# Work in Portugal



## MadMackay (Aug 26, 2008)

Hi everyone, this my first post here.
I am considering moving to Portugal with my wife and 2 children.
My field of work in the UK is mechanical engineering. I currently work with forklift trucks and large plant machinery(servicing and repairing) in the UK. Does anyone here know if there is much work in these fields in Portugal and how much the monthly pay is roughly. I dont want to be scraping by on 500 euros a month.

My other question is regarding education, are all the international english speaking schools all private requiring yearly fees? Or is there any state run schools of this type. 

We are looking at living in central portugal area(dont think we could afford the algarve!)

Many thanks in advance
Neil


----------



## Atkin (Nov 12, 2008)

Hi MadMackay - If you moved to the Algarve area you would be more likely to find work with english speaking, unless you speak Portuguese and this isn't a problem.
any job you do will be at a far lesser pay, but then living out there is cheaper - you won't find anywhere that will equal uk pay.....as for schools...english (international schools) are expensive and teach in english - this won't help or benefit your children.....Portuguese local schools can be free and will be far better and healthier for your children......

Good luck - the Algarve isn't as expensive as you think! 





MadMackay said:


> Hi everyone, this my first post here.
> I am considering moving to Portugal with my wife and 2 children.
> My field of work in the UK is mechanical engineering. I currently work with forklift trucks and large plant machinery(servicing and repairing) in the UK. Does anyone here know if there is much work in these fields in Portugal and how much the monthly pay is roughly. I dont want to be scraping by on 500 euros a month.
> 
> ...


----------



## omostra06 (Sep 11, 2007)

Hi Neil, welcome to the forum, good luck on your plans to move, we live in Central Portugal been here almost 5 years now, its a great place to live,


----------



## CKSMadrid (Nov 11, 2008)

I have to disagree with part of the post regarding schooling. I firmly believe that UK schooling in Europe provides an excellent opportunity for children in their education as they get to learn one of the most sought after curriculum's in the world whilst living in another country. What you will find in an International School is that the main language outside of the classroom will be that of the local language and the curriculum inside will be that of British. The best of both worlds. 

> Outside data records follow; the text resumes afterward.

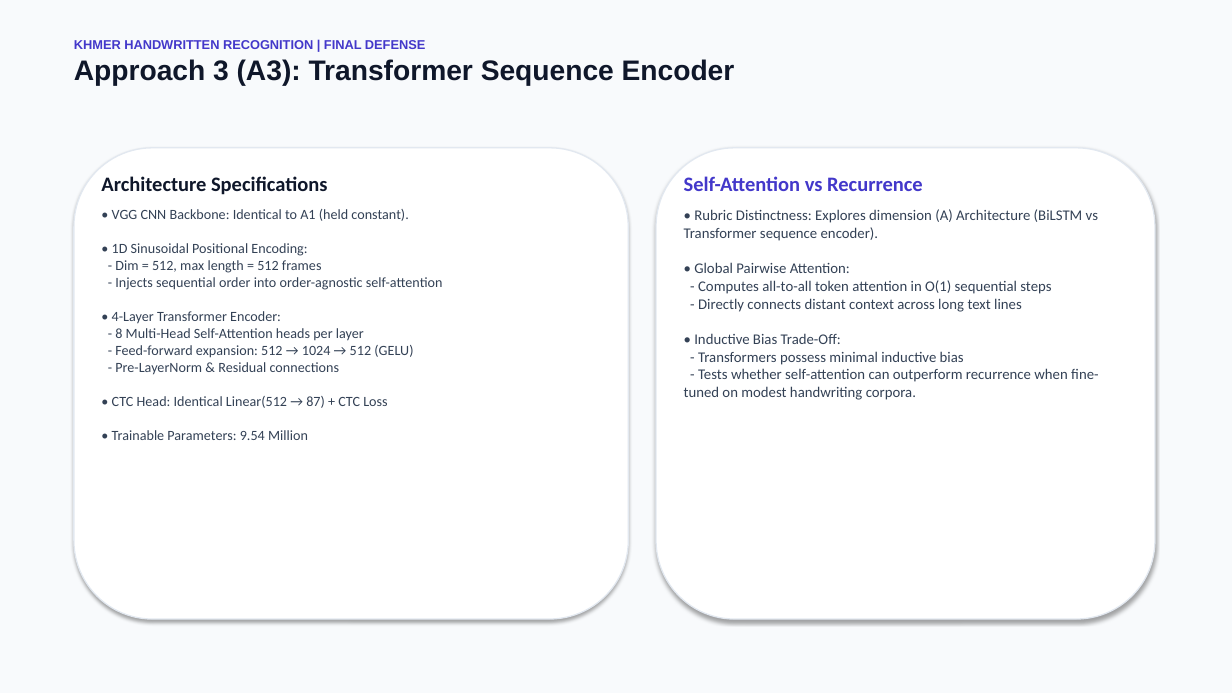
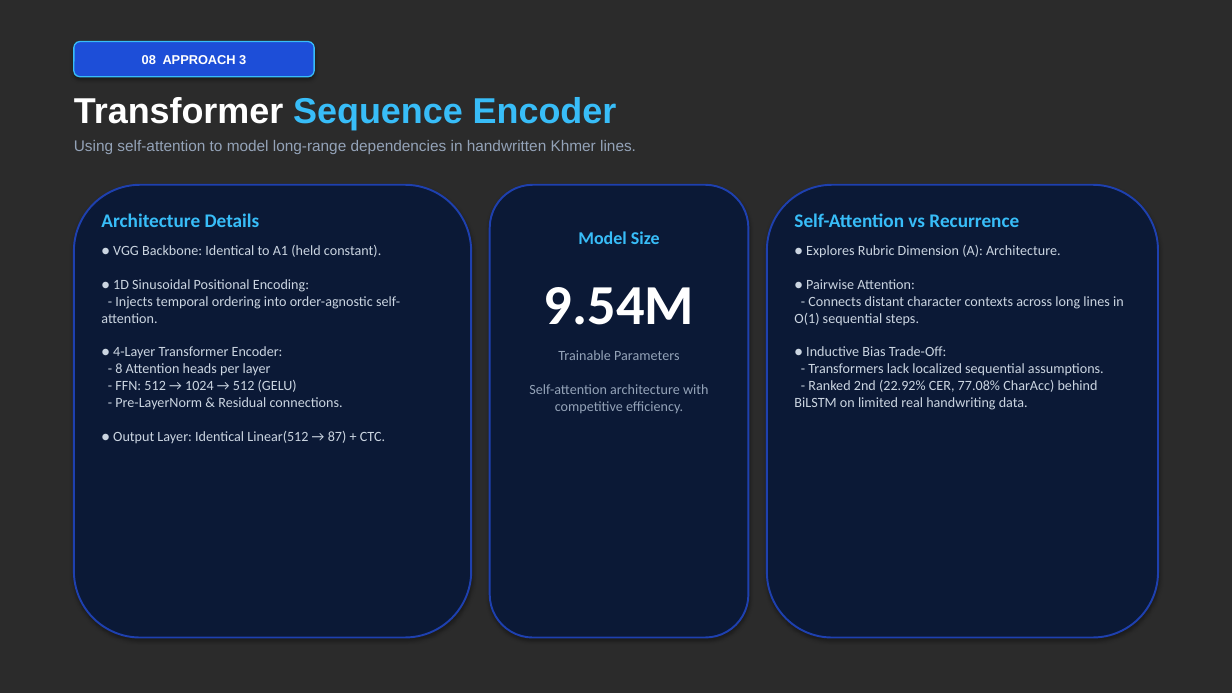
Before and after one commit to Thna17/khmer-handwritten-word-recognition, a slide deck: slide 8 of slides/Khmer_Handwritten_OCR_Presentation.pptx. Drawn at 1232x693 pixels with LibreOffice and Linux fonts; fonts in the diff are those of the drawing; background and template pictures are left out; a plain dark background stands for a picture behind light text. Boxes give left, top, right and bottom in pixels: in the first picture for what was removed or moved away, otherwise in the second. Text is boxed around its words. In the diff, an @@ line names an element or a change of style, - is before the commit and + after.

Commit message:
feat(slides): align PPTX deck 90%+ with reference images using dark-mode bg, glowing cyan accents, and real project metrics

```diff
--- a/slides/Khmer_Handwritten_OCR_Presentation.pptx
+++ b/slides/Khmer_Handwritten_OCR_Presentation.pptx
@@ background #FFFFFF to picture (left out) @@
@@ rectangle removed at (0, 0, 1232, 693) @@
@@ text removed at (74, 40, 735, 86) @@
-KHMER HANDWRITTEN RECOGNITION | FINAL DEFENSE
-Approach 3 (A3): Transformer Sequence Encoder
@@ rounded rectangle added at (74, 42, 314, 77), fill #1D4ED8, outline #38BDF8 1 pt, 10 pt, text #FFFFFF, bold @@
+08 APPROACH 3
@@ text added at (74, 97, 636, 154), 12 pt, text #94A3B8 @@
+Transformer Sequence Encoder
+Using self-attention to model long-range dependencies in handwritten Khmer lines.
@@ rounded rectangle at (74, 185, 471, 638): fill #FFFFFF to #0B1936; outline #E2E8F0 1 pt to #1E40AF 1.5 pt @@
@@ rounded rectangle: place and size @@
-rounded rectangle at (74, 148, 628, 619)
+rounded rectangle at (74, 185, 471, 638)
@@ rounded rectangle added at (490, 185, 749, 638), fill #0B1936, outline #1E40AF 1.5 pt @@
@@ rounded rectangle: place and size @@
-rounded rectangle at (656, 148, 1155, 619)
+rounded rectangle at (767, 185, 1158, 638)
@@ rounded rectangle at (767, 185, 1158, 638): fill #FFFFFF to #0B1936; outline #E2E8F0 1 pt to #1E40AF 1.5 pt @@
@@ text "Self-Attention vs Recurrence": place and size @@
-text "Self-Attention vs Recurrence" at (684, 176, 1098, 400)
+text "Self-Attention vs Recurrence" at (794, 213, 1124, 410)
@@ text at (101, 213, 400, 443): text changed; text colour #334155 to #CBD5E1 @@
-Architecture Specifications
-• VGG CNN Backbone: Identical to A1 (held constant).
-• 1D Sinusoidal Positional Encoding:
-- Dim = 512, max length = 512 frames
-- Injects sequential order into order-agnostic self-attention
-• 4-Layer Transformer Encoder:
-- 8 Multi-Head Self-Attention heads per layer
-- Feed-forward expansion: 512 → 1024 → 512 (GELU)
-- Pre-LayerNorm & Residual connections
-• CTC Head: Identical Linear(512 → 87) + CTC Loss
-• Trainable Parameters: 9.54 Million
+Architecture Details
+● VGG Backbone: Identical to A1 (held constant).
+● 1D Sinusoidal Positional Encoding:
+- Injects temporal ordering into order-agnostic self-attention.
+● 4-Layer Transformer Encoder:
+- 8 Attention heads per layer
+- FFN: 512 → 1024 → 512 (GELU)
+- Pre-LayerNorm & Residual connections.
+● Output Layer: Identical Linear(512 → 87) + CTC.
@@ text added at (529, 231, 709, 413), 11 pt, text #94A3B8 @@
+Model Size
+9.54M
+Trainable Parameters
+Self-attention architecture with competitive efficiency.
@@ text at (794, 213, 1019, 227): size 16 to 15 pt, text colour #4338CA to #38BDF8 in "Self-Attention vs Recurrence" @@
@@ text at (794, 245, 1124, 410): text changed; size 11.5 to 11 pt; text colour #334155 to #CBD5E1 @@
-• Rubric Distinctness: Explores dimension (A) Architecture (BiLSTM vs Transformer sequence encoder).
-• Global Pairwise Attention:
-- Computes all-to-all token attention in O(1) sequential steps
-- Directly connects distant context across long text lines
-• Inductive Bias Trade-Off:
-- Transformers possess minimal inductive bias
-- Tests whether self-attention can outperform recurrence when fine-tuned on modest handwriting corpora.
+● Explores Rubric Dimension (A): Architecture.
+● Pairwise Attention:
+- Connects distant character contexts across long lines in O(1) sequential steps.
+● Inductive Bias Trade-Off:
+- Transformers lack localized sequential assumptions.
+- Ranked 2nd (22.92% CER, 77.08% CharAcc) behind BiLSTM on limited real handwriting data.
```
Also in this commit, not shown: 6 other slides changed, 7 slides added, 7 slides removed, 1 other file.

With regards to work, i would recommend speaking Portuguese before you go...or at least have a decent grasp of it. I moved to Madrid without speaking Spanish and was forced to set up my own business marketing to the Brits as i could not find work here without speaking Spanish unless i took a huge pay cut. Now, the Algarve would be different and i am not sure if it would prove that much more expensive...especially if you are a drive away from the beach. 

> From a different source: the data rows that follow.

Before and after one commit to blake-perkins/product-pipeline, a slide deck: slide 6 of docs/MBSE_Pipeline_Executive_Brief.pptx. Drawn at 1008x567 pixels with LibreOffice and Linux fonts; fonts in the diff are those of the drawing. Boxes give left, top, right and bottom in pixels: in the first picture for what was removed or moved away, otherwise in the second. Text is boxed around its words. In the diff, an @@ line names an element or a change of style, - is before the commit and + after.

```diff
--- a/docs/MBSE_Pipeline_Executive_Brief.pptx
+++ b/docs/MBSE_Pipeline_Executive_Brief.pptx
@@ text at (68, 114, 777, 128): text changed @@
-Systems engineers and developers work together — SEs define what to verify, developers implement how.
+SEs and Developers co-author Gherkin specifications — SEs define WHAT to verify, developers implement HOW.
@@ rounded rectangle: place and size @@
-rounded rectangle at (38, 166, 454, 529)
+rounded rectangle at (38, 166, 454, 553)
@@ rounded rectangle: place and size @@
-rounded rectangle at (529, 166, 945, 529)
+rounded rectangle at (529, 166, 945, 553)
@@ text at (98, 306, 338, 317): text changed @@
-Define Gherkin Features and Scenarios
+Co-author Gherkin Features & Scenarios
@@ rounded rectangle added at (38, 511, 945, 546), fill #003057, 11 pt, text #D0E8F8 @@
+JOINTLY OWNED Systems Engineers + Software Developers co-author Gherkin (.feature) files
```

If you need any more information, please let me know. State schools would be fine for your kids - i just merely feel that an education in an International or British School enhances the education of your child. Saying this, it can and probably will prove to be expensive. I went to a state school and currently do some work for a private school so i am pretty well versed to speak about the education.


----------



## Atkin (Nov 12, 2008)

In International schools - all the children tend to be wealthy and english - there is no local mix - they also tend to be quite *****y and some children find them quite harsh (abit like boarding schools) but parents don't find out until the children admit it later in life or after the children have left the international school. Kids from International schools put their hands out and get - that is all they know in life and they tend not to know any local children (local even as in children from that country!) and tend to be quite snobby to the local (poor) children, they don't mix!

In the local schools, the kids pick up the language quicker, they have a far more mix group of friends and get to know other people's cultures and living standards (how they differ etc) etc - it makes them more balanced for life generally and their attitudes to people around the world, different cultures etc are generally better (nicer).....they are more accepting to people and understand that they must earn and work in life and are very much the opposite of the spoilt International kids.

In Lagos, Portugal - the children from International schools don't speak the language as well as the English kids that go to local schools. They don't interact (even when given the chance to) with local Portuguese kids - all events at the school are in English and you will only ever find the English there....at the local schools everyone shows up locals and ex pats and they are all speaking Portuguese........

Maybe it is slightly different in Spain - but this is how the land lies in the Algrave in Portugal.....





CKSMadrid said:


> I have to disagree with part of the post regarding schooling. I firmly believe that UK schooling in Europe provides an excellent opportunity for children in their education as they get to learn one of the most sought after curriculum's in the world whilst living in another country. What you will find in an International School is that the main language outside of the classroom will be that of the local language and the curriculum inside will be that of British. The best of both worlds.
> 
> With regards to work, i would recommend speaking Portuguese before you go...or at least have a decent grasp of it. I moved to Madrid without speaking Spanish and was forced to set up my own business marketing to the Brits as i could not find work here without speaking Spanish unless i took a huge pay cut. Now, the Algarve would be different and i am not sure if it would prove that much more expensive...especially if you are a drive away from the beach.
> 
> If you need any more information, please let me know. State schools would be fine for your kids - i just merely feel that an education in an International or British School enhances the education of your child. Saying this, it can and probably will prove to be expensive. I went to a state school and currently do some work for a private school so i am pretty well versed to speak about the education.


----------